DIRECTIONS FOR THIS TASK.
List all lines of the data that include the string "courses".

INPUT DATA.
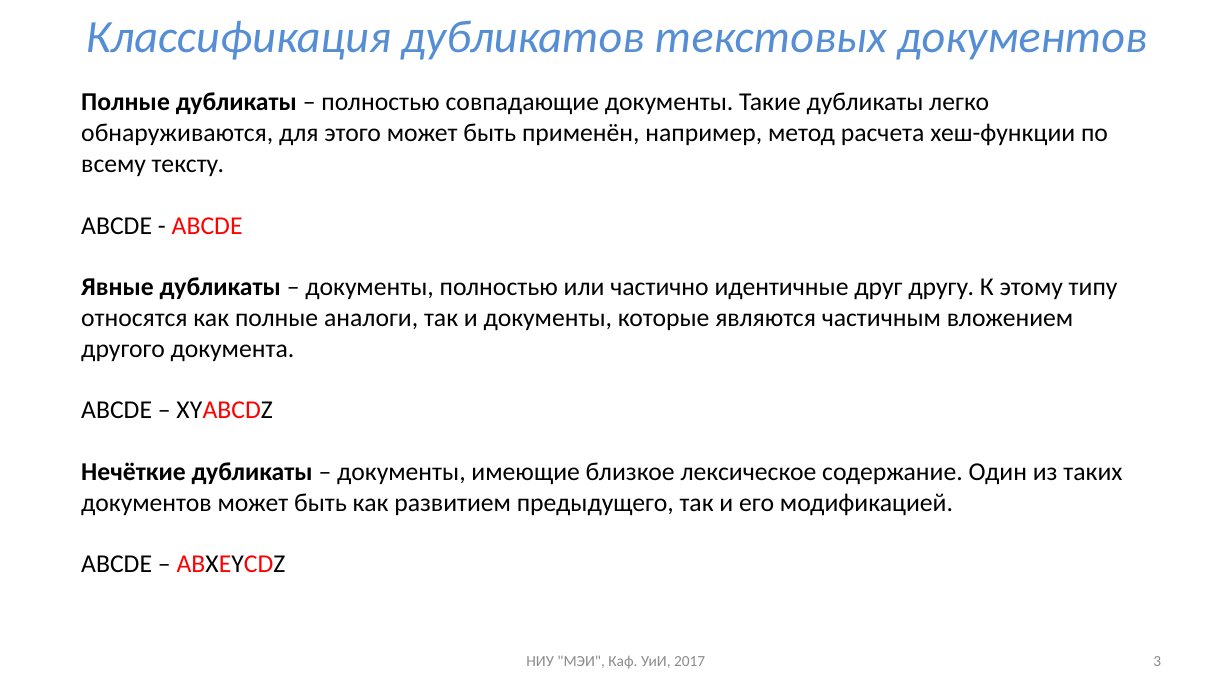
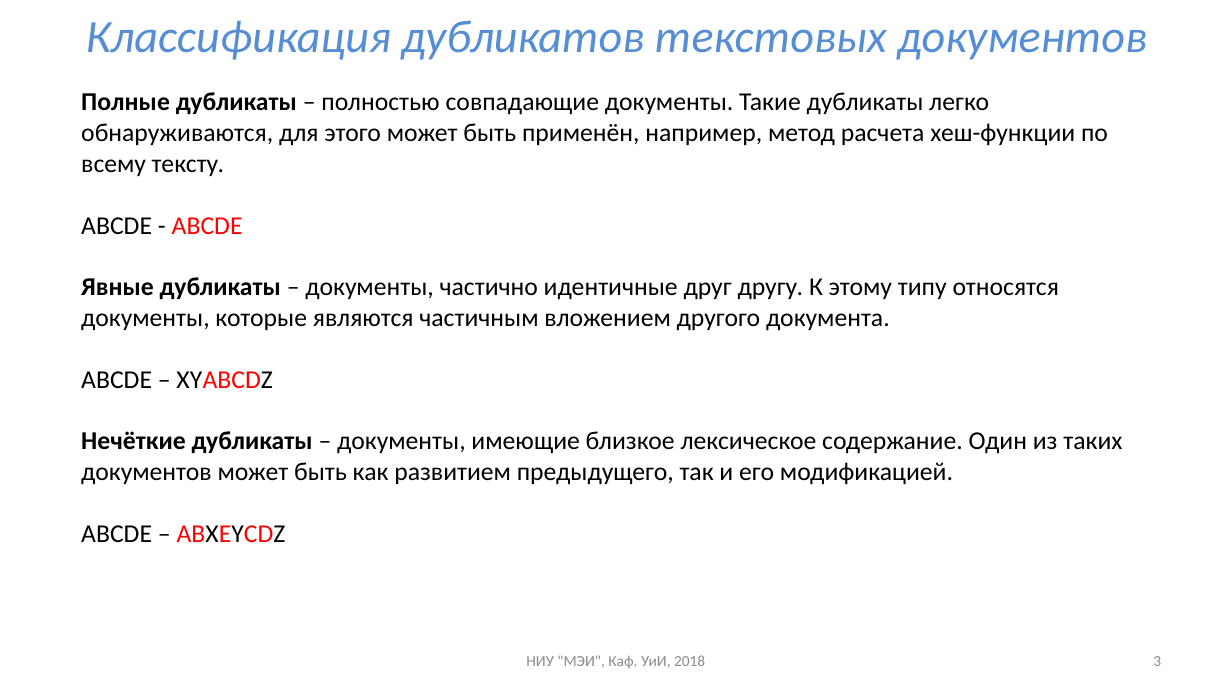
Before and after one commit to uii-mpei/uii-mpei.github.io, a slide deck: slide 3 of study/courses/iis/IIS_lec_7.pptx. Drawn at 1232x693 pixels with LibreOffice and Linux fonts; fonts in the diff are those of the drawing. Boxes give left, top, right and bottom in pixels: in the first picture for what was removed or moved away, otherwise in the second. Text is boxed around its words. In the diff, an @@ line names an element or a change of style, - is before the commit and + after.

```diff
--- a/study/courses/iis/IIS_lec_7.pptx
+++ b/study/courses/iis/IIS_lec_7.pptx
@@ text at (x1=81, y1=277, x2=1059, y2=331): text changed @@
-Явные дубликаты – документы, полностью или частично идентичные друг другу. К этому типу относятся как полные аналоги, так и документы, которые являются частичным вложением другого документа.
+Явные дубликаты – документы, частично идентичные друг другу. К этому типу относятся документы, которые являются частичным вложением другого документа.
@@ text at (x1=526, y1=655, x2=705, y2=669): text changed @@
-НИУ "МЭИ", Каф. УиИ, 2017
+НИУ "МЭИ", Каф. УиИ, 2018
```
Also in this commit, not shown: 19 other slides changed, 4 other files.

SOLUTION FOR THIS EXERCISE.
Before and after one commit to uii-mpei/uii-mpei.github.io, a slide deck: slide 3 of study/courses/iis/IIS_lec_7.pptx. Drawn at 1232x693 pixels with LibreOffice and Linux fonts; fonts in the diff are those of the drawing. Boxes give left, top, right and bottom in pixels: in the first picture for what was removed or moved away, otherwise in the second. Text is boxed around its words. In the diff, an @@ line names an element or a change of style, - is before the commit and + after.
--- a/study/courses/iis/IIS_lec_7.pptx
+++ b/study/courses/iis/IIS_lec_7.pptx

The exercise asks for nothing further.